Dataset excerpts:
*** Block opens ***
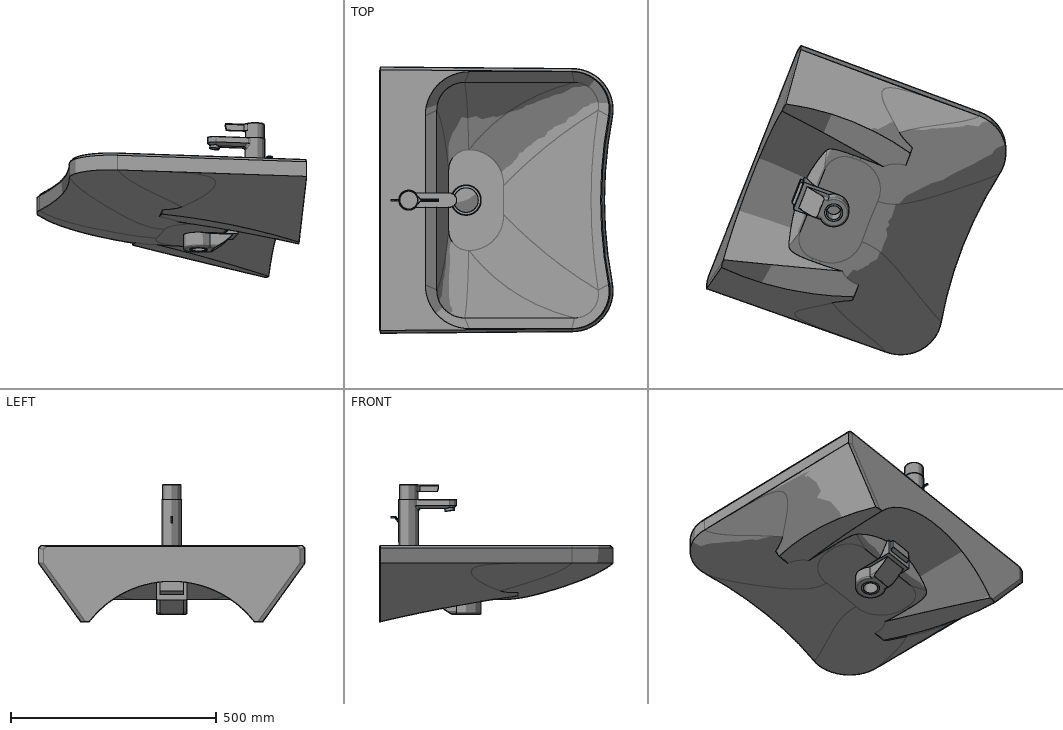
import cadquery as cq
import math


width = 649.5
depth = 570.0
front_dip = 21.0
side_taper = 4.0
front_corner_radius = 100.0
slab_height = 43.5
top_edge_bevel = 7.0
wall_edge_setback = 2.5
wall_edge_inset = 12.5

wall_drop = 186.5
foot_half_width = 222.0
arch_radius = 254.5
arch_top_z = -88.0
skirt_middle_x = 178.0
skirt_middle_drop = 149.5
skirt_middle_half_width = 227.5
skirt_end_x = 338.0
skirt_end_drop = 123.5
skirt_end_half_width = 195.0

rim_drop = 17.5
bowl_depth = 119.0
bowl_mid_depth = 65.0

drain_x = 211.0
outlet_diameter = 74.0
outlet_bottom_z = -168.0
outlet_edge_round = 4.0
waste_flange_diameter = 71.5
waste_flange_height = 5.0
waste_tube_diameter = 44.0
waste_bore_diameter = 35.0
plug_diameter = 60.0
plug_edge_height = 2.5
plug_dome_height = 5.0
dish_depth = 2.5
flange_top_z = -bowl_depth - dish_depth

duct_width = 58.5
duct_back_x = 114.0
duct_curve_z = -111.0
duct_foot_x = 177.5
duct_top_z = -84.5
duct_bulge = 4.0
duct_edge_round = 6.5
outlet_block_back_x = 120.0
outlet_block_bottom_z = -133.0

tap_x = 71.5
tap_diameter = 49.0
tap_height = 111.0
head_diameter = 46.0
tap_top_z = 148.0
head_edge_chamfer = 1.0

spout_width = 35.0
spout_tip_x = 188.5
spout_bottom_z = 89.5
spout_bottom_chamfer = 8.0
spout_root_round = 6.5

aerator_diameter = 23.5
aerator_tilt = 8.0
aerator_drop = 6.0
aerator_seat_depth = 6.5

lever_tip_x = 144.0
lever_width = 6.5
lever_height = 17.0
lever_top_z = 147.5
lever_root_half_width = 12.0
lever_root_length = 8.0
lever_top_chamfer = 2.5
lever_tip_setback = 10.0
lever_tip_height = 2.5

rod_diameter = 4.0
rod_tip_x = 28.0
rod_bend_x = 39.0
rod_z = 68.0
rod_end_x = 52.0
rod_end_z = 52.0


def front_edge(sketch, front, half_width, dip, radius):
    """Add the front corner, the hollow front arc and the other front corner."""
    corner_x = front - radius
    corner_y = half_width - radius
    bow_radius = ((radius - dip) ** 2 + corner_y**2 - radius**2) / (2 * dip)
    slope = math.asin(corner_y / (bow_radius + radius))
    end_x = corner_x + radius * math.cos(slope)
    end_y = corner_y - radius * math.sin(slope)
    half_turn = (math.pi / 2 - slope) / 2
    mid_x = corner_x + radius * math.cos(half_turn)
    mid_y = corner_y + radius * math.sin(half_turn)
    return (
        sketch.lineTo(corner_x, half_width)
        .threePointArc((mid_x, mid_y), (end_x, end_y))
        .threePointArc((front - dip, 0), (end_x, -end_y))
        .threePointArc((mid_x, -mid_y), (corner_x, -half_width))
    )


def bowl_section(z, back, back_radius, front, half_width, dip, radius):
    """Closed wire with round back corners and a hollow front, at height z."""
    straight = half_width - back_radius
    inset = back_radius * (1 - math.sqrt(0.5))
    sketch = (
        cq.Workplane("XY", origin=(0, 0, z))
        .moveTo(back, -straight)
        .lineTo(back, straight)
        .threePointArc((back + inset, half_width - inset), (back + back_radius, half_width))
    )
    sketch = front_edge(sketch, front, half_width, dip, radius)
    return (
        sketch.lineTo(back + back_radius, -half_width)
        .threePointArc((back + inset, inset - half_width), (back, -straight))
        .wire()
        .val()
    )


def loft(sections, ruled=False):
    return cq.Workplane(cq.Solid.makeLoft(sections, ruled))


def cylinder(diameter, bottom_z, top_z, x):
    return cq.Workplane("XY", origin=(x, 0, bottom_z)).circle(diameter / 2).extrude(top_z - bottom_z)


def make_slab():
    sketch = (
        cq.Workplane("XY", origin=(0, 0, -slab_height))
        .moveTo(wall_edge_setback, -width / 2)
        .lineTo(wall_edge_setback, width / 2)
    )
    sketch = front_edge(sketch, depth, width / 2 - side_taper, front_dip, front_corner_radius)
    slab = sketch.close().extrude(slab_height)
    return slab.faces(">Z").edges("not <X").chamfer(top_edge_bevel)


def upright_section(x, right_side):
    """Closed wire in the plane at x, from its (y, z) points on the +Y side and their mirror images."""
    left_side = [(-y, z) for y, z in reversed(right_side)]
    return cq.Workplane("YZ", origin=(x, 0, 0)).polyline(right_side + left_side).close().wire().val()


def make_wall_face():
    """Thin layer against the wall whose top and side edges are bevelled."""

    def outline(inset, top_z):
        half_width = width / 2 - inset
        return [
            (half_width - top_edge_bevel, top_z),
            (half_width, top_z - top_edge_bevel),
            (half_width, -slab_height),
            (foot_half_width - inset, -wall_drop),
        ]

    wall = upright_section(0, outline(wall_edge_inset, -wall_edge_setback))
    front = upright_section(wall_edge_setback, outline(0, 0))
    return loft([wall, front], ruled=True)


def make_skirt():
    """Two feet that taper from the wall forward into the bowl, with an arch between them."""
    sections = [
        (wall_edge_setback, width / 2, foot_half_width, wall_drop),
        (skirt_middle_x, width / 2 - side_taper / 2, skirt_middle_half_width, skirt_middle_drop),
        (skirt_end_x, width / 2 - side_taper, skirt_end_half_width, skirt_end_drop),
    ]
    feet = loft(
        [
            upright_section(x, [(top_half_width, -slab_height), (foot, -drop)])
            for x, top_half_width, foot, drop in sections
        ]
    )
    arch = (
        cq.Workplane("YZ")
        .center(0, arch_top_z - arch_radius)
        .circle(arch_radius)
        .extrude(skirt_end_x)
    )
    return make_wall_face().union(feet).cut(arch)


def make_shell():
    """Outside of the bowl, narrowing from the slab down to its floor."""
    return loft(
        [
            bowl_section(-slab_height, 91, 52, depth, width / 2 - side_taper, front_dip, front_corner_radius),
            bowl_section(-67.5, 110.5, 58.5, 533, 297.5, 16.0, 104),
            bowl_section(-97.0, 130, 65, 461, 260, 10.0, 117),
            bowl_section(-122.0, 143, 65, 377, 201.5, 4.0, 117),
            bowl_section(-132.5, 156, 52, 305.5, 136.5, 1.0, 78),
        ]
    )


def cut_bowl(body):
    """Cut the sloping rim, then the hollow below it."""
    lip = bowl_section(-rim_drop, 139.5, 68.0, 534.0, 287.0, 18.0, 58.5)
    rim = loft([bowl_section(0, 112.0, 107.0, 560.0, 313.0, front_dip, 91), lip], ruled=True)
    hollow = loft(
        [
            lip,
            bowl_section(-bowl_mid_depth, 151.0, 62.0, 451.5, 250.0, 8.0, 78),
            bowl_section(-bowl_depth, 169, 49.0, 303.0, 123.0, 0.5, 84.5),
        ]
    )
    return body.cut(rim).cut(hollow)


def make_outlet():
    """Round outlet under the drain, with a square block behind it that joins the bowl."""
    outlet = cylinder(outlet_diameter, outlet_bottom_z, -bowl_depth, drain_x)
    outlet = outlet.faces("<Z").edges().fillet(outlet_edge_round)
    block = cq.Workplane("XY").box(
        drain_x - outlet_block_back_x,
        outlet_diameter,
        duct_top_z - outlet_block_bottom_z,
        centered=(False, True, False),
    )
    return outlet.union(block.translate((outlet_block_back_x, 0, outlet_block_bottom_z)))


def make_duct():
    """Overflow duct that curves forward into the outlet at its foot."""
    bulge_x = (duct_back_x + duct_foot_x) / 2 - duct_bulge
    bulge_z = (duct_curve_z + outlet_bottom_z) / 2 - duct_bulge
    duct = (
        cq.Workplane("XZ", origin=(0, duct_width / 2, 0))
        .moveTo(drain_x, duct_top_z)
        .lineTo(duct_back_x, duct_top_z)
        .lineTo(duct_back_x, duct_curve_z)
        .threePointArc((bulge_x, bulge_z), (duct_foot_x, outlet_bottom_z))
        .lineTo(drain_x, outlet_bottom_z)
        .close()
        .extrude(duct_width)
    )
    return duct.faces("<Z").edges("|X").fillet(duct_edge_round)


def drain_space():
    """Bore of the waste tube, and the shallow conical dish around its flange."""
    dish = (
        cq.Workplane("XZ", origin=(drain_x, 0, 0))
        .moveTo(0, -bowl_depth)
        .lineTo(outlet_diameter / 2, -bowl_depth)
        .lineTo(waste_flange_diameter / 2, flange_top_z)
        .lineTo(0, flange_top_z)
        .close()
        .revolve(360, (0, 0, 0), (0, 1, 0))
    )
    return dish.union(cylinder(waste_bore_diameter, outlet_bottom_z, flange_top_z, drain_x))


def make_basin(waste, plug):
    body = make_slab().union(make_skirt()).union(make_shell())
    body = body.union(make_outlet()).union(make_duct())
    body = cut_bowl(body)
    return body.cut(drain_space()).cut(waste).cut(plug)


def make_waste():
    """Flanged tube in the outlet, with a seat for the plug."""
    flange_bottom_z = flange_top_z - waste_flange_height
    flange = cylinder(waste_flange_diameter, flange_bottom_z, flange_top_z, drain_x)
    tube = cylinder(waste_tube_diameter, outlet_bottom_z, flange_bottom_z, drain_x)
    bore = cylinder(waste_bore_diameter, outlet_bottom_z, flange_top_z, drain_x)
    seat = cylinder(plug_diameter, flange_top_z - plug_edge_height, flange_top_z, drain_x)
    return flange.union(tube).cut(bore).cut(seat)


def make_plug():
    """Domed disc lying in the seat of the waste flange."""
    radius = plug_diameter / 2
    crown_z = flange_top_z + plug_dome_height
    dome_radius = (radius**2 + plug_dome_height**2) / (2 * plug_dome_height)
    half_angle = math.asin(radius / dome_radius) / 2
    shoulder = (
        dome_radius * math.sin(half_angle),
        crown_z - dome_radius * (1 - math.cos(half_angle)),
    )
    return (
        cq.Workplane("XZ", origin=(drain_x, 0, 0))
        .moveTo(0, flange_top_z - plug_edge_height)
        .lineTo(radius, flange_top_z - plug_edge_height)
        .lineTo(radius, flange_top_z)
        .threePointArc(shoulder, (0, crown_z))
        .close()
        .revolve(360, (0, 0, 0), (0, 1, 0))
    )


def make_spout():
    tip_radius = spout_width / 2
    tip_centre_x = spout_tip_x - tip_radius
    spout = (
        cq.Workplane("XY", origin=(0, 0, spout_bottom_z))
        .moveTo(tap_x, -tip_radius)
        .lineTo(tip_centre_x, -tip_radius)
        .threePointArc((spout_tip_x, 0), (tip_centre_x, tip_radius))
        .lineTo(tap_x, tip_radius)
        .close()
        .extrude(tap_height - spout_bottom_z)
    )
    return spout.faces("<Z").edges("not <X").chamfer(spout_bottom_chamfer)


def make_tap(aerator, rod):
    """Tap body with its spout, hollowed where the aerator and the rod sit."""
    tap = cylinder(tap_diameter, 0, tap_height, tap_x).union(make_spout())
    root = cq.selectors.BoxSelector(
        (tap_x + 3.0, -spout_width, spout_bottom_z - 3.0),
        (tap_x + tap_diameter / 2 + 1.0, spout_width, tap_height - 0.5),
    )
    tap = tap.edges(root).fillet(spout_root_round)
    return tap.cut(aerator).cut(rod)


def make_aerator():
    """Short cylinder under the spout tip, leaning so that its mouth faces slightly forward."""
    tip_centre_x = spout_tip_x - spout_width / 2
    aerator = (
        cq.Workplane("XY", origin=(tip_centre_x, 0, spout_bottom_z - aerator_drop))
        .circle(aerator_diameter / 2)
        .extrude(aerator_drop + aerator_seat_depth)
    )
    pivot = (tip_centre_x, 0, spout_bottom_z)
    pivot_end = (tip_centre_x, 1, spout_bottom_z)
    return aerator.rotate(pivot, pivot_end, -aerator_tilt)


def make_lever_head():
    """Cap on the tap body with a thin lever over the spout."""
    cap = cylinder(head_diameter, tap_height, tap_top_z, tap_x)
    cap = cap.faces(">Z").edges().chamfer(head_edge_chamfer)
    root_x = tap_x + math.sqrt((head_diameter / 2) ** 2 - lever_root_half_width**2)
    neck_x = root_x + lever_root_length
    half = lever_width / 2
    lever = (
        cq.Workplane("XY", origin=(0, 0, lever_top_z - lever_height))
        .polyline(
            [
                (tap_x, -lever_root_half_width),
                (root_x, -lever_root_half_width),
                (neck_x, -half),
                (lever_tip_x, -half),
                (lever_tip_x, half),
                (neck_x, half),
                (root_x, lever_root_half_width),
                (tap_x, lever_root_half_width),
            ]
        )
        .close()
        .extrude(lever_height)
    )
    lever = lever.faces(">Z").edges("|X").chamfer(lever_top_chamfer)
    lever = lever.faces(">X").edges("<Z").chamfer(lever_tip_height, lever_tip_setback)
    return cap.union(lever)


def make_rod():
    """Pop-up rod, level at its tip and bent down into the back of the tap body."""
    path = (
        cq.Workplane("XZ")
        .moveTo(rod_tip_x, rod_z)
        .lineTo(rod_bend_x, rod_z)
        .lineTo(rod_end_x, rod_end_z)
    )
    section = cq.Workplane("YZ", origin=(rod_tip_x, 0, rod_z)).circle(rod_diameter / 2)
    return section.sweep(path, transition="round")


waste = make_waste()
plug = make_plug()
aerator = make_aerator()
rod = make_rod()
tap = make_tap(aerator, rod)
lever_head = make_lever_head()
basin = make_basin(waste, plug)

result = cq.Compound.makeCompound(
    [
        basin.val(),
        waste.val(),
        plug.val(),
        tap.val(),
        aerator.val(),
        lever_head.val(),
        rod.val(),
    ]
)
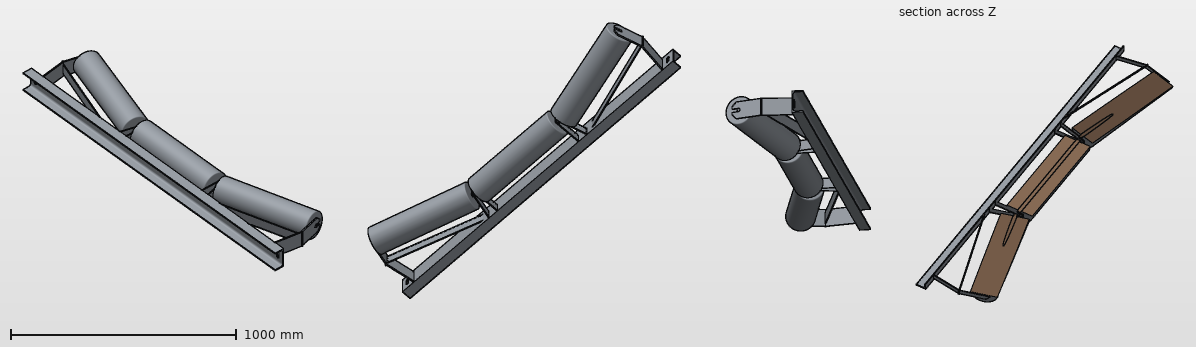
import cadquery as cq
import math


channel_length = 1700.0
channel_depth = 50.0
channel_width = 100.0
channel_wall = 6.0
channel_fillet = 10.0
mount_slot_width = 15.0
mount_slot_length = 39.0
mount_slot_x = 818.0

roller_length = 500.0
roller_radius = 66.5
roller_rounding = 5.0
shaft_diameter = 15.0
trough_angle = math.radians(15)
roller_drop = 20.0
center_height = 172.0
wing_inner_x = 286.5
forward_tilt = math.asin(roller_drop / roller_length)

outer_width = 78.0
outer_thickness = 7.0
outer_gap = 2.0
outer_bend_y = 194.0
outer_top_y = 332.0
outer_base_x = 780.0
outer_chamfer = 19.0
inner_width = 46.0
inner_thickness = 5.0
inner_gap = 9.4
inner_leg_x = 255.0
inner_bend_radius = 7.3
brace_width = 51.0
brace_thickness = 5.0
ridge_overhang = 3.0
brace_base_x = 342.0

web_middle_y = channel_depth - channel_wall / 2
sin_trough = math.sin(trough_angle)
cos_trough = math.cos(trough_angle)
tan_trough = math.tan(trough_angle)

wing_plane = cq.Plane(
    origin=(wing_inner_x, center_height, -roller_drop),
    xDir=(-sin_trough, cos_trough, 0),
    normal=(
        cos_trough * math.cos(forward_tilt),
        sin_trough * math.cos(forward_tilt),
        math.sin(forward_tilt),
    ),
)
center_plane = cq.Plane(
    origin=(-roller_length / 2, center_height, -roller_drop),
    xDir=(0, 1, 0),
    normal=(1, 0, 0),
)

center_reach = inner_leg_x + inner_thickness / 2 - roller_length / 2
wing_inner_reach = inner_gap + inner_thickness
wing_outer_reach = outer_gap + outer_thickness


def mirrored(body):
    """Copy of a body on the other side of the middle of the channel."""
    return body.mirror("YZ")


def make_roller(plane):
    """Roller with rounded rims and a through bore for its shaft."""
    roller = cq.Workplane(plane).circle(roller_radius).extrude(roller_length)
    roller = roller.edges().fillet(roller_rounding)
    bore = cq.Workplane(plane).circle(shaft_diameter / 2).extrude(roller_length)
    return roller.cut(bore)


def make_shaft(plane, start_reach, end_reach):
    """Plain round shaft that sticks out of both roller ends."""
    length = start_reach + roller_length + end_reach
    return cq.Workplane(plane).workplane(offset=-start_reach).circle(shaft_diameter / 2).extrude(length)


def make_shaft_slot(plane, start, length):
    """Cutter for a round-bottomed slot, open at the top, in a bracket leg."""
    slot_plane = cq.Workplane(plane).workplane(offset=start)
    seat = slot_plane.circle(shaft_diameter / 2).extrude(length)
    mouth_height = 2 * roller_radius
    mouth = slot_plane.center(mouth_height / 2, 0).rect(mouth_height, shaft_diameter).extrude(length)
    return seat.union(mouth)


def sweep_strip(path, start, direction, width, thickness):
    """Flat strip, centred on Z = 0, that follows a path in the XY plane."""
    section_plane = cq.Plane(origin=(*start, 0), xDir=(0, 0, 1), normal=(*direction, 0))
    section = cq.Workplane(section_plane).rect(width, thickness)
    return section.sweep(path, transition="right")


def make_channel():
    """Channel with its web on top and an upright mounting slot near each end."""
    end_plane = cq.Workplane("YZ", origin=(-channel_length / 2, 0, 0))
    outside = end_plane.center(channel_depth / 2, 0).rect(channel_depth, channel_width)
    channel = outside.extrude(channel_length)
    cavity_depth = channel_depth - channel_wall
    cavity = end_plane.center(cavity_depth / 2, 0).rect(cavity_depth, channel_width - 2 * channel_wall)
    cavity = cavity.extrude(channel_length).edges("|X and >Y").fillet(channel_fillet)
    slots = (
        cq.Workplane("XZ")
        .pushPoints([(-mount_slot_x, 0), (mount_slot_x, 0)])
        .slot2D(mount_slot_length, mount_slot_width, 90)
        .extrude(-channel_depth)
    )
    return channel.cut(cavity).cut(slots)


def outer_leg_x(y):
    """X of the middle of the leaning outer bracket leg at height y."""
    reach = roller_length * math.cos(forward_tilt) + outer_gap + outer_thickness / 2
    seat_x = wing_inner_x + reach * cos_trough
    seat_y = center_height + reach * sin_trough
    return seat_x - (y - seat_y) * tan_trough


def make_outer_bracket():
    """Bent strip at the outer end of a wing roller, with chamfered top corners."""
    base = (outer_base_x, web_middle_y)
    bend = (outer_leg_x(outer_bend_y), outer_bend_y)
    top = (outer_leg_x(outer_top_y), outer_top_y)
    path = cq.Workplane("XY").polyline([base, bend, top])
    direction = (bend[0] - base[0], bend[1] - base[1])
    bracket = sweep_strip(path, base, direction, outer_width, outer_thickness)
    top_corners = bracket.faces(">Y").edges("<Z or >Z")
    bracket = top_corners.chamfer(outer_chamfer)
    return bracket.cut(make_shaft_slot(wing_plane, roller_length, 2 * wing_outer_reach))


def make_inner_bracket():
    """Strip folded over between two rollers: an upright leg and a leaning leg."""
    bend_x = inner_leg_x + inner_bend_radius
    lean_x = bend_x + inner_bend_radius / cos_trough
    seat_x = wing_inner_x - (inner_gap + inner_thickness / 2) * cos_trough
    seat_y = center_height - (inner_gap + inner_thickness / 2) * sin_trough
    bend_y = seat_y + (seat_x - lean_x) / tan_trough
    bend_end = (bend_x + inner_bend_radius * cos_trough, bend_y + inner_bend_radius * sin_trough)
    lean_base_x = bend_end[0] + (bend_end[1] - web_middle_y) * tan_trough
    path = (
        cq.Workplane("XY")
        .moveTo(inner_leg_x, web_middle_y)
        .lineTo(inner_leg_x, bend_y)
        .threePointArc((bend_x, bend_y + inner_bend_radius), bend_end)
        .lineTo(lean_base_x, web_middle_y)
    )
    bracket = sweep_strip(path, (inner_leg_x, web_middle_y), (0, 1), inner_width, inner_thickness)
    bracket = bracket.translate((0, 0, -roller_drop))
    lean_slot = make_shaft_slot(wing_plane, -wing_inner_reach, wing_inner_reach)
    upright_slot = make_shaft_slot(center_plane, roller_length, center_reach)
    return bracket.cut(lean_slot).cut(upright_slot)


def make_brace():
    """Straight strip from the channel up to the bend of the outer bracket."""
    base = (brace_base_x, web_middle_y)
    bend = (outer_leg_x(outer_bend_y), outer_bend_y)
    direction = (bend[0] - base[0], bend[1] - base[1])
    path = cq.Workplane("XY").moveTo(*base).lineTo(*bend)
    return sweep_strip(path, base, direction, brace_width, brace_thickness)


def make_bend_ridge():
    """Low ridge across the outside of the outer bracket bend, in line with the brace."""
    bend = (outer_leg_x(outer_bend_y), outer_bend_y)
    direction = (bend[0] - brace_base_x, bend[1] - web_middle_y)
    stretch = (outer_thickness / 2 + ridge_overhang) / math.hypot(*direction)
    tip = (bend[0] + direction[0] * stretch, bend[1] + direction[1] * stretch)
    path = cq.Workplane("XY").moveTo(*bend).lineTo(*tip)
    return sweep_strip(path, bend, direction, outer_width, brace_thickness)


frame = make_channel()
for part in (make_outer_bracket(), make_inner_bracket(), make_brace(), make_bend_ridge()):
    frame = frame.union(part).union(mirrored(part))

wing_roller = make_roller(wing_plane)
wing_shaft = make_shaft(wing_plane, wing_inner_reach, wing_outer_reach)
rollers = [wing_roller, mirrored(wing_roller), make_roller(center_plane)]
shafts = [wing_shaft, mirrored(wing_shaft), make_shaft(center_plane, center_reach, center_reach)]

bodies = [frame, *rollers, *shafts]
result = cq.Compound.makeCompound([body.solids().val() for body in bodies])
*** Block closes ***
▶ **WORK INSTRUCTIONS**: Find "duct_width / 2, 0))" in the entries above and copy that whole line exactly, then each line after it through the line that contains "flange_bottom_z = flange_top_z".

▶ **RESULT FOR THIS EXERCISE**:
        cq.Workplane("XZ", origin=(0, duct_width / 2, 0))
        .moveTo(drain_x, duct_top_z)
        .lineTo(duct_back_x, duct_top_z)
        .lineTo(duct_back_x, duct_curve_z)
        .threePointArc((bulge_x, bulge_z), (duct_foot_x, outlet_bottom_z))
        .lineTo(drain_x, outlet_bottom_z)
        .close()
        .extrude(duct_width)
    )
    return duct.faces("<Z").edges("|X").fillet(duct_edge_round)


def drain_space():
    """Bore of the waste tube, and the shallow conical dish around its flange."""
    dish = (
        cq.Workplane("XZ", origin=(drain_x, 0, 0))
        .moveTo(0, -bowl_depth)
        .lineTo(outlet_diameter / 2, -bowl_depth)
        .lineTo(waste_flange_diameter / 2, flange_top_z)
        .lineTo(0, flange_top_z)
        .close()
        .revolve(360, (0, 0, 0), (0, 1, 0))
    )
    return dish.union(cylinder(waste_bore_diameter, outlet_bottom_z, flange_top_z, drain_x))


def make_basin(waste, plug):
    body = make_slab().union(make_skirt()).union(make_shell())
    body = body.union(make_outlet()).union(make_duct())
    body = cut_bowl(body)
    return body.cut(drain_space()).cut(waste).cut(plug)


def make_waste():
    """Flanged tube in the outlet, with a seat for the plug."""
    flange_bottom_z = flange_top_z - waste_flange_height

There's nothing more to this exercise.